Volker Tosta (rechts) zusammen mit dem Leiter der Festspiele "Rossini in Wildbad", Jochen Schönleber. Foto: Bechtle Foto: Schwarzwälder-Bote

Mathematiker interessiert sich schon als Kind für klassische Musik / Ungewöhnliche Kombination

Von Götz Bechtle

Bad Wildbad. Nachdem das Rossini-Festival 2015 beendet ist, muss man einen Mann vorstellen, dessen Name den meisten Menschen unbekannt ist: Volker Tosta. Er ist 58 Jahre alt, lebt in Stuttgart und arbeitet in der IT-Industrie als Mathematiker. Und er hat eine nicht berufsbezogene Leidenschaft: Er sucht alte Opern.

Er bekennt durchaus, dass es etwas ungewöhnlich ist, wenn ein Mathematiker sich auf Opernsuche begibt. Aber schon als Junge hat er sich für klassische Musik interessiert. Während seines Mathematikstudiums absolvierte er zusätzlich ein Studium der Musikwissenschaft, das er für sein Hobby benötigte. Sein Credo: Es wurden mehr als 40 000 Opern von allen möglichen Musikern komponiert, aber die Musiktheater und Opernhäuser beschränken sich auf eine relativ kleine Auswahl, die natürlich vor allem publikumswirksam sind. Also steckt bis heute eine riesige Zahl von Opern in irgendwelchen Archiven, und da gilt es zu suchen.

Bei "Il vespro siciliano," einer Oper des Stuttgarter Musikdirektors und Hofkapellmeisters Peter Joseph von Lindpaintner (1791-1866), half ihm das Verzeichnis der Stuttgarter Landesbibliothek weiter. Schließlich wurde die Oper seit mehr als 150 Jahren nicht mehr gespielt, aber sie war noch im Archiv. Allerdings nur als Partitur. So bezeichnet man eine Aufzeichnung mehrstimmiger Musik in Notenschrift, bei der die einzelnen Stimmen übereinander angeordnet und mit senkrecht durchlaufenden Taktstrichen verbunden sind. Dadurch kann der Orchesterleiter den Verlauf der Einzelstimmen, deren Koordination und die Zusammenklänge ablesen sowie das musikalische Geschehen überblicken.

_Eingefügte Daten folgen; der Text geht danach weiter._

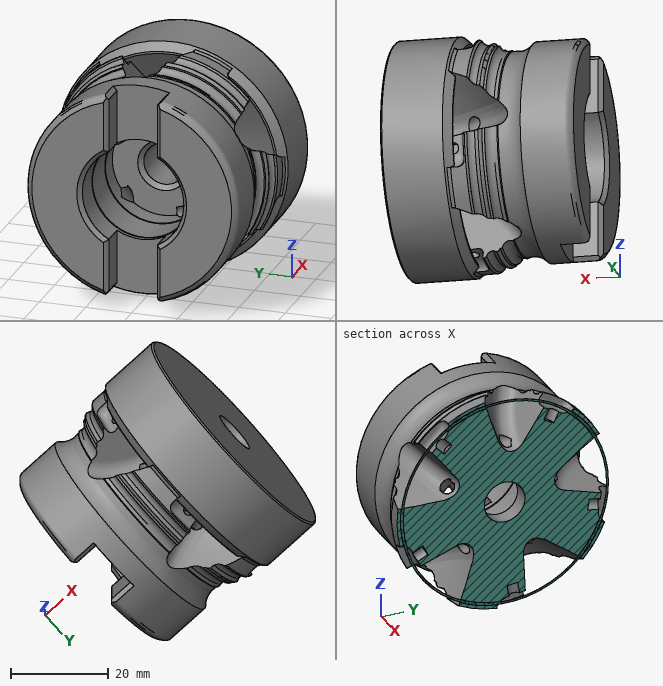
import cadquery as cq
import math


total_length = 40.05
ring_radius = 25.0
ring_front = 25.2

ring_front_chamfer = 1.7
ring_back_chamfer = 0.35
through_hole_radius = 4.5
joint_radius = 22.85
joint_slope = 31.0
joint_end = ring_front + (joint_radius - through_hole_radius) * math.tan(math.radians(joint_slope))

shank_radius = 22.95
shank_length = 10.95
edge_chamfer = 0.9
driving_face_radius = 21.65
shank_rounding_length = 1.5

neck_radius = 21.2
neck_start = 14.35
land_radius = 24.2
land_length_end = 25.75
lip_end = 26.45
tooth_count = 5
tooth_pitch = 360.0 / tooth_count

bore_radius = 11.0
bore_depth = 20.5
bore_relief = 0.15
bore_relief_start = 7.5
bore_relief_end = 16.0
hole_countersink = 1.0
slot_half_width = 5.25
slot_depth = 6.25

gullet_centre = (32.9, -21.3, 22.9)
gullet_axis = (0.177, -0.767, -0.616)
gullet_face_radius = 20.0
gullet_rim_radius = 2.7
gullet_strip_slope = 20.0
gullet_strip_length = 1.3
gullet_back_slope = 32.0
gullet_height = 18.0

seat_angle = 45.0
seat_start = 22.8
seat_end = 27.5
seat_floor_radius = 21.8
seat_floor_end = 2.7
seat_back_end = 5.65
seat_back_radius = 23.55
seat_front = -3.0
seat_length = 5.5
seat_corner_radius = 1.6
seat_floor_rounding = 1.2
seat_runout_radius = 3.5
screw_hole_radius = 1.2
screw_hole_depth = 2.5
screw_hole_x = 25.5
screw_hole_offset = 1.3

coolant_radius = 1.5
coolant_start = (19.75, -10.6, 0.25)
coolant_end = (23.5, -12.1, 5.5)


def outer_form():
    """Body outline turned around X, with the profiled teeth still a closed ring."""
    lip_radius = ring_radius - ring_front_chamfer + lip_end - ring_front
    outline = (
        cq.Workplane("XY")
        .lineTo(0, driving_face_radius)
        .lineTo(0.3, driving_face_radius + 0.45)
        .lineTo(0.8, shank_radius - 0.3)
        .threePointArc((1.1, shank_radius - 0.1), (shank_rounding_length, shank_radius))
        .lineTo(shank_length, shank_radius)
        .threePointArc((12.3, 21.85), (neck_start, neck_radius))
        .lineTo(16.0, neck_radius + 0.1)
        .lineTo(16.2, 21.5)
        .lineTo(17.0, 21.35)
        .threePointArc((18.0, 21.65), (18.6, 22.6))
        .lineTo(19.1, 22.7)
        .threePointArc((19.4, 23.1), (19.8, 23.25))
        .lineTo(20.6, 22.9)
        .threePointArc((21.5, 23.15), (22.05, 23.85))
        .lineTo(22.5, land_radius)
        .lineTo(land_length_end, land_radius)
        .lineTo(lip_end, lip_radius)
        .lineTo(ring_front, ring_radius - ring_front_chamfer)
        .lineTo(ring_front, joint_radius)
        .lineTo(joint_end, through_hole_radius)
        .lineTo(joint_end, 0)
        .close()
    )
    return outline.revolve(360, (0, 0, 0), (1, 0, 0))


def arbor_bore():
    """Stepped bore with its entry chamfer, shallow relief and countersunk through hole."""
    relief_radius = bore_radius + bore_relief
    outline = (
        cq.Workplane("XY")
        .lineTo(0, bore_radius + edge_chamfer)
        .lineTo(edge_chamfer, bore_radius)
        .lineTo(bore_relief_start, bore_radius)
        .lineTo(bore_relief_start, relief_radius)
        .lineTo(bore_relief_end, relief_radius)
        .lineTo(bore_relief_end, bore_radius)
        .lineTo(bore_depth, bore_radius)
        .lineTo(bore_depth, through_hole_radius + hole_countersink)
        .lineTo(bore_depth + hole_countersink, through_hole_radius)
        .lineTo(joint_end, through_hole_radius)
        .lineTo(joint_end, 0)
        .close()
    )
    return outline.revolve(360, (0, 0, 0), (1, 0, 0))


def driving_slot():
    """Slot along Z through the driving face, with chamfered edges at the face and at the shank."""
    half_mouth = slot_half_width + edge_chamfer
    slot = (
        cq.Workplane("XY")
        .polyline(
            [
                (0, half_mouth),
                (edge_chamfer, slot_half_width),
                (slot_depth, slot_half_width),
                (slot_depth, -slot_half_width),
                (edge_chamfer, -slot_half_width),
                (0, -half_mouth),
            ]
        )
        .close()
        .extrude(shank_radius, both=True)
    )
    edge_height = math.sqrt(shank_radius**2 - half_mouth**2)
    for side in (1, -1):
        flare = (
            cq.Workplane("YZ")
            .polyline(
                [
                    (slot_half_width, side * (edge_height - edge_chamfer)),
                    (half_mouth, side * edge_height),
                    (half_mouth, side * shank_radius),
                    (-half_mouth, side * shank_radius),
                    (-half_mouth, side * edge_height),
                    (-slot_half_width, side * (edge_height - edge_chamfer)),
                ]
            )
            .close()
            .extrude(slot_depth)
        )
        slot = slot.union(flare)
    return slot


def gullet():
    """Space in front of one tooth: turned about Z, then tilted onto the gullet axis."""
    strip_slope = math.radians(gullet_strip_slope)
    half_turn = (strip_slope - math.pi / 2) / 2
    rim_middle = (
        gullet_face_radius + gullet_rim_radius * math.cos(half_turn),
        gullet_rim_radius * (1 + math.sin(half_turn)),
    )
    rim_end = (
        gullet_face_radius + gullet_rim_radius * math.cos(strip_slope),
        gullet_rim_radius * (1 + math.sin(strip_slope)),
    )
    strip_end = (
        rim_end[0] - gullet_strip_length * math.sin(strip_slope),
        rim_end[1] + gullet_strip_length * math.cos(strip_slope),
    )
    top_radius = strip_end[0] - (gullet_height - strip_end[1]) * math.tan(math.radians(gullet_back_slope))
    disc = (
        cq.Workplane("XZ")
        .lineTo(gullet_face_radius, 0)
        .threePointArc(rim_middle, rim_end)
        .lineTo(*strip_end)
        .lineTo(top_radius, gullet_height)
        .lineTo(0, gullet_height)
        .close()
        .revolve(360, (0, 0, 0), (0, 1, 0))
    )
    tilted = cq.Plane(origin=gullet_centre, normal=gullet_axis)
    return cq.Workplane(disc.val().moved(cq.Location(tilted)))


def insert_seat():
    """Recess with a flat floor and a curved run-out, drilled for the insert screw.

    Drawn with the seat on the +Z side, its length along Y, then turned to its place on the tooth.
    """
    top = ring_radius + 0.5
    seat = (
        cq.Workplane("YZ", origin=(seat_start, 0, 0))
        .moveTo(seat_front, seat_floor_radius)
        .lineTo(seat_floor_end, seat_floor_radius)
        .radiusArc((seat_back_end, seat_back_radius), -seat_runout_radius)
        .lineTo(seat_back_end, top)
        .lineTo(seat_front, top)
        .close()
        .extrude(seat_end - seat_start)
    )
    seat = seat.intersect(
        cq.Workplane("XY")
        .box(seat_end - seat_start, 2 * seat_length, top, centered=(False, True, False))
        .edges("|Z and <X and >Y")
        .fillet(seat_corner_radius)
        .translate((seat_start, 0, 0))
    )
    seat = seat.edges("|Y and <X and <Z").fillet(seat_floor_rounding)
    screw_hole = (
        cq.Workplane("XY", origin=(screw_hole_x, screw_hole_offset, seat_floor_radius - screw_hole_depth))
        .circle(screw_hole_radius)
        .extrude(screw_hole_depth)
    )
    return seat.union(screw_hole).rotate((0, 0, 0), (1, 0, 0), 90 - seat_angle)


def coolant_hole():
    """Round hole between two points on its axis."""
    start = cq.Vector(*coolant_start)
    path = cq.Vector(*coolant_end) - start
    return cq.Workplane(cq.Solid.makeCylinder(coolant_radius, path.Length, start, path))


def make_body():
    body = outer_form().cut(arbor_bore()).cut(driving_slot())
    for tool in (gullet(), insert_seat(), coolant_hole()):
        for tooth in range(tooth_count):
            body = body.cut(tool.rotate((0, 0, 0), (1, 0, 0), tooth * tooth_pitch))
    return body.solids()


def make_ring():
    outline = (
        cq.Workplane("XY")
        .moveTo(joint_end, through_hole_radius)
        .lineTo(ring_front, joint_radius)
        .lineTo(ring_front, ring_radius - ring_front_chamfer)
        .lineTo(ring_front + ring_front_chamfer, ring_radius)
        .lineTo(total_length - ring_back_chamfer, ring_radius)
        .lineTo(total_length, ring_radius - ring_back_chamfer)
        .lineTo(total_length, through_hole_radius)
        .close()
    )
    return outline.revolve(360, (0, 0, 0), (1, 0, 0))


body = make_body()
ring = make_ring()
result = cq.Compound.makeCompound([body.val(), ring.val()])

Eine Partitur ist deshalb für das einzelne Instrument nicht geeignet.

Tosta bearbeitete die vor rund einem Jahr wiedergefundene Partitur von Lindpaintners "großer heroischer Oper mit Tanz in vier Akten," um die Notenfolge für jedes Instrument separat aufzuzeichnen.

Dies war eine überaus umfangreiche Arbeit, wozu er mehr als 200 Stunden benötigte. "Ich korrigierte auch Fehler, die in der Partitur vorhanden waren," meint Tosta, der darauf hinweist, dass Lindpaintner rund 400 musikalische Werke geschaffen hat.

Und dies führt nun zu dem heute fast unbekannten Komponisten Peter Joseph von Lindpaintner, der in Koblenz geboren wurde.

Lindpaintner kam nach siebenjährigen Tätigkeit als Musikdirektor in München im Jahr 1819 nach Stuttgart, wo er als Hofkapellmeister das dortige Opernorchester zu einem der besten in Deutschland machte, das dadurch weit über Württemberg hinaus bekannt wurde.

Allein 21 Opern komponierte Lindpaintner, dazu zahlreiche Ballette, Symphonien und Konzerte, Kammermusik, Messen und Oratorien. Dazu gehört auch die beim Wildbader Rossini-Festival als moderne Erstaufführung der Neuzeit gespielte "große Oper Il vespro siciliano."

Es ist ein monumentales Werk, das in vollem Umfang mit Ballett und szenischer Inszenierung sicherlich den Rahmen des Festivals gesprengt hätte. Deshalb wurde die konzertante Aufführung gewählt, die allerdings manchem Zuhörer durchaus Verständnisprobleme bereitete, zumal insgesamt 18 Gesangssolisten mitwirken.

Trotzdem wurde diese Oper, die übrigens teilweise während der "Sommerfrische" Lindpaintners in Wildbad entstand, ein besonderer Erfolg des diesjährigen Festivals, das laut Rossini-Veranstaltern einen großen Zuwachs an Besuchern hatte.